ROI Calculator (Return on Investment)

Measure investment performance in seconds. Enter what you spent and what you got back to see your ROI percentage, net profit, and annualized return rate.

The Universal Language of Investment Performance

ROI translates every investment into a common metric: profit divided by cost. Whether you are evaluating stocks, real estate, business ventures, or marketing campaigns, ROI provides an apples-to-apples comparison. A 25% ROI on a stock and a 25% ROI on a rental property represent equivalent profitability, even though the underlying assets are completely different.

The formula is elegantly simple: ROI = (Return - Investment) / Investment × 100. Invest $5,000, sell for $6,500, and your ROI is ($6,500 - $5,000) / $5,000 × 100 = 30%. The percentage makes results intuitive. Everyone immediately understands what a 50% gain means, regardless of the dollar amounts involved.

ROI shines in business decisions. Marketing teams calculate ROI on ad spend to determine which channels work. Product managers evaluate ROI on development costs versus projected revenue. Even personal decisions like education follow ROI logic: tuition is the investment, future salary increases are the return. Putting a number on opportunity cost clarifies tough choices.

Why Annualized ROI Matters

Simple ROI conceals a critical variable: time. A 100% ROI in one year is phenomenal. The same 100% over twenty years is terrible, averaging just 5% annually. Annualized ROI normalizes returns into a per-year rate, enabling meaningful comparisons across investments with different durations.

The math uses compound growth. If you doubled your money ($10,000 to $20,000) in five years, you did not earn 20% per year. You earned 14.87% annualized, calculated as (20,000 / 10,000)^(1/5) - 1. This accounts for compounding: each year's returns build on the previous year's balance.

Annualized ROI helps you spot underperforming assets. A real estate investment that returned 60% over six years sounds strong at first glance. But annualized, that is only 8.15% per year. If stocks averaged 10% annually during the same period, you missed out on better returns despite the real estate's positive ROI.

ROI Limitations and When to Use Alternatives

ROI assumes a single investment and a single payout.

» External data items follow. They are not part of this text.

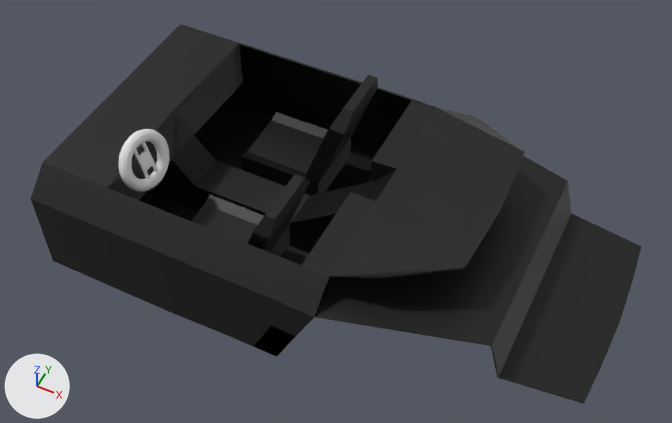
One commit to the Blender file Car Game/Assets/RabauMaterials/911.blend: the scene before it, then after it.
Both versions are drawn from a camera (50 mm lens) standing at (5.38, -3.8, 5.44) and looking at (3.56, -0.16, 0.89). Lighting does not change. The marker at lower left points along +X, +Y and +Z.

Names of what the first picture shows: 'Stearing wheel', 'interior'.
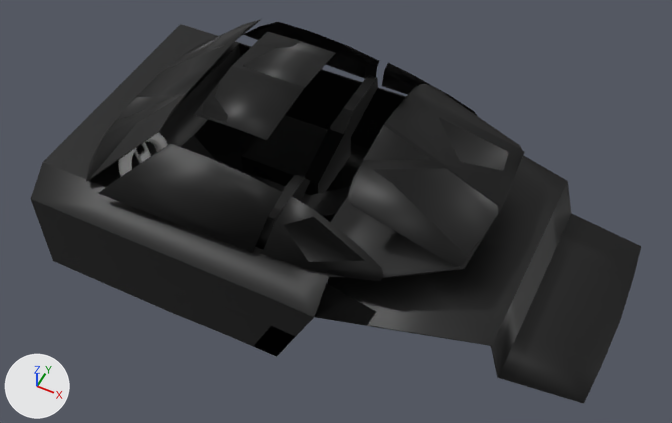
The edits, one by one:
me_plane_007 has 88 vertices, 68 faces and spans x 1.76..5.45, y -1.0..0.0, z 0.32..1.32.
me_plane_007 is used by ob_interior; location (0.0, 0.0, 0.0).
me_plane_007 part 1: edges marked sharp go from 0 to 83.
Object 'Glass' (ob_glass) is now shown.

What differs and where, as boxes (x1, y1, x2, y2) in the pictures (672 x 423 px):
'Glass', shown (black): after (86, 20, 524, 281)
part 1 of me_plane_007, shading changed: (31, 24, 641, 404) in both
'Stearing wheel', unchanged, covered by the edit: before (118, 129, 169, 191); after (118, 133, 168, 177)

It breaks down when cash flows are irregular. A rental property with monthly rent, periodic repairs, and an eventual sale has too many moving parts for simple ROI. In those cases, use IRR (Internal Rate of Return), which handles multiple cash flows and finds the discount rate that makes net present value zero.

ROI also ignores risk. A 15% ROI on a volatile cryptocurrency and a 15% ROI on a stable bond are not equivalent. The crypto could easily swing from +50% to -30% in a year, while the bond delivers predictable, steady returns. Sharpe ratio and other risk-adjusted metrics add context by factoring in volatility.

Tax treatment dramatically alters real ROI. A 20% pre-tax return becomes 15% after taxes in a taxable account, but stays 20% in a Roth IRA. Always calculate after-tax ROI for accurate comparisons. This calculator provides the raw numbers; you adjust for taxes, fees, and risk based on your specific situation.

Frequently Asked Questions

What is ROI?

Return on Investment (ROI) measures the profitability of an investment by dividing net profit by the original cost. An investment that costs $10,000 and returns $12,000 has a 20% ROI.

What is a good ROI?

It depends on the asset class and risk level. Stock market averages hover around 10% annually. Real estate might target 15-20%. Marketing campaigns often aim for 300-500% ROI. Compare your ROI to relevant benchmarks for your industry.

How does annualized ROI differ from simple ROI?

Simple ROI ignores time. A 50% return sounds great until you realize it took ten years. Annualized ROI converts total returns into an average annual rate, making it easy to compare investments with different time horizons.

Can ROI be negative?

Yes. If your return is less than your initial investment, you have a negative ROI representing a loss. An investment of $10,000 that returns only $8,000 has a -20% ROI.

Should I use ROI or IRR?

ROI works well for simple, single-period investments. IRR (Internal Rate of Return) handles complex cash flows with multiple deposits and withdrawals over time. For most straightforward investments, ROI is sufficient and easier to calculate.